UCA (UTS #10)

DUCET

For each new Unicode version, once the repertoire is final and the character properties are pretty stable (coming up on the beta), Ken inserts all of the new characters into the default sort order.

For a few releases, he has documented his incremental progress with valuable notes sent to the properties mailing list (formerly the ucd-dev list). Markus has been taking the incremental file changes, and the notes, into this repo.

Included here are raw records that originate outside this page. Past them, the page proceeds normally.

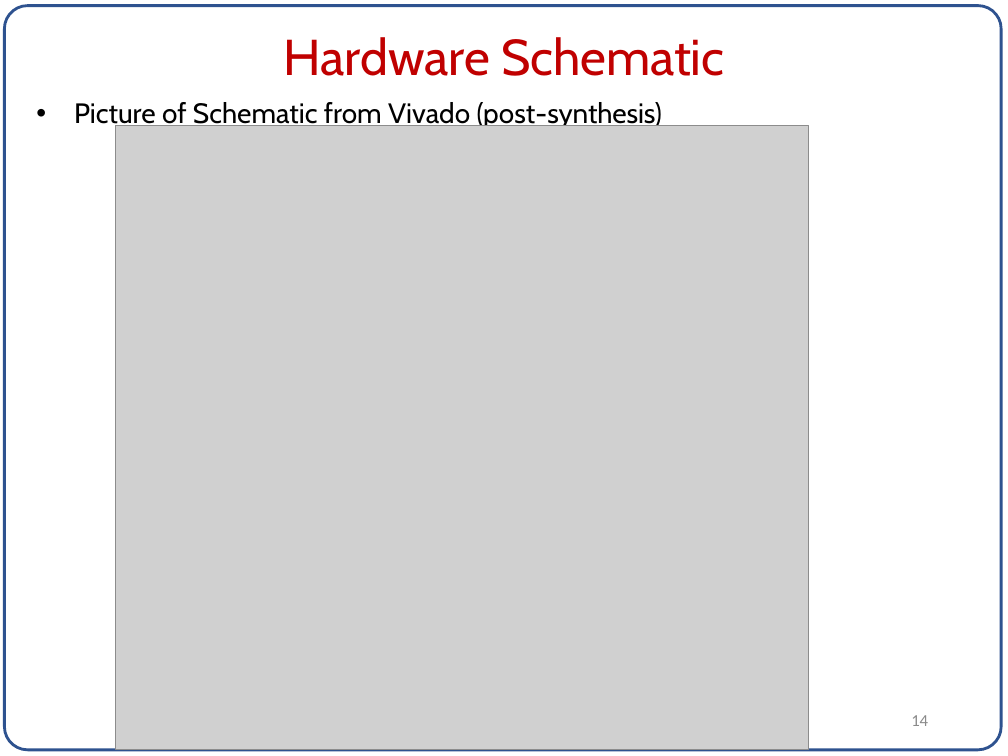
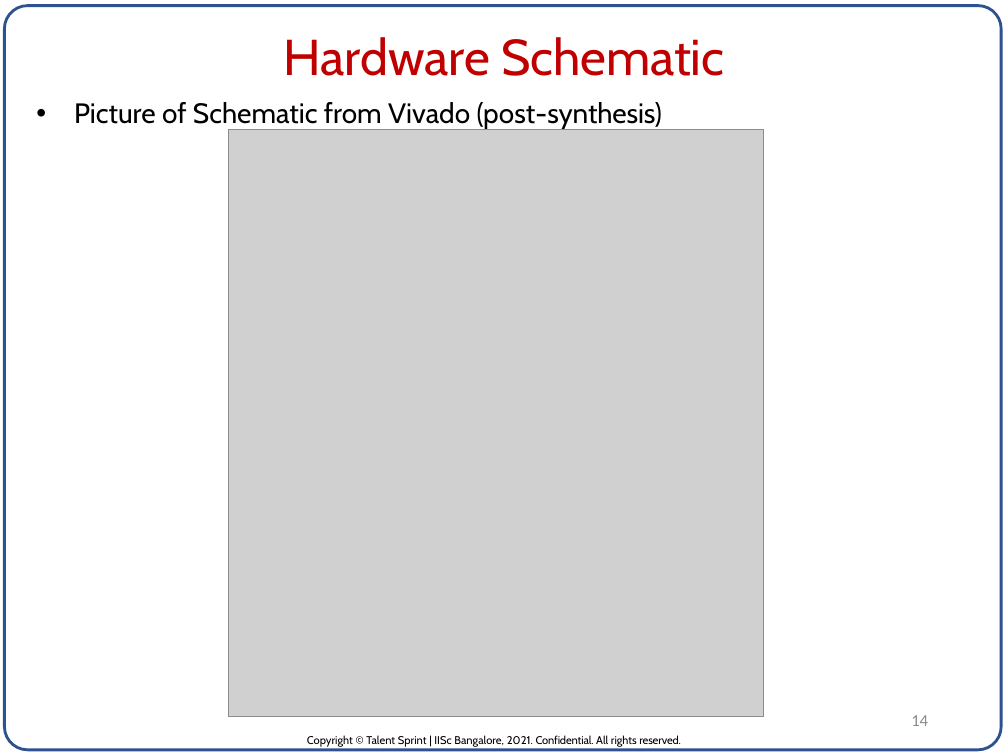
Before and after one commit to pvrajeshkumar/IISC_DVLSI_ML_Project, a slide deck: slide 14 of Project_Report/ASIC for Neural Network inference_P_V_Rajesh_Kumar.pptx. Drawn at 1008x756 pixels with LibreOffice and Linux fonts; fonts in the diff are those of the drawing; grey boxes stand for pictures. Boxes give left, top, right and bottom in pixels: in the first picture for what was removed or moved away, otherwise in the second. Text is boxed around its words. In the diff, an @@ line names an element or a change of style, - is before the commit and + after.

Commit message:
Project report updated with results & screenshots.

```diff
--- a/Project_Report/ASIC for Neural Network inference_P_V_Rajesh_Kumar.pptx
+++ b/Project_Report/ASIC for Neural Network inference_P_V_Rajesh_Kumar.pptx
@@ picture: place and size @@
-picture at bbox=[115, 125, 808, 749]
+picture at bbox=[228, 130, 763, 717]
@@ text added at bbox=[307, 735, 681, 747], 8 pt, text #000000 @@
+Copyright © Talent Sprint | IISc Bangalore, 2021. Confidential. All rights reserved.
```
Also in this commit, not shown: 3 other slides changed.

See the history of commits that changed decomps.txt and allkeys.txt. (We lost some of that history in the Unicode server crash of 2020.)

Before generating

(Same prerequisite as for security data.)

First, in CLDR, update the script metadata: https://cldr.unicode.org/development/updating-codes/updating-script-metadata

We need the script “ID Usage” (e.g., Limited_Use) and script sample characters for the CLDR/ICU FractionalUCA.txt data.

Tools & tests

  1. Note: This will only work after building the UCD files for this version. Starting with Unicode 15, those files should always be in https://github.com/unicode-org/unicodetools/tree/main/unicodetools/data/ucd/dev
  2. We also need the UCA/DUCET files in https://github.com/unicode-org/unicodetools/tree/main/unicodetools/data/uca/dev When they become first available for a new version, or when they are updated:
    1. We get the updated files from Ken, or we run the sifter tool, and update the files in .../data/uca/dev.
    2. Download Ken's UCA files (allkeys.txt & decomps.txt).
    3. Update the input files for the UCA tools, at {this repo}/unicodetools/data/uca/dev
  3. You will use org.unicode.text.UCA.Main as your main class. Normally use the command-line options writeCollationValidityLog ICU. Possible additional options (VM arguments):
    • -DNODATE (suppresses date output, to avoid gratuitous diffs during development)
    • -DAUTHOR (suppresses only the author suffix from the date)
    • -DAUTHOR=XYZ (sets the author suffix to " [XYZ]")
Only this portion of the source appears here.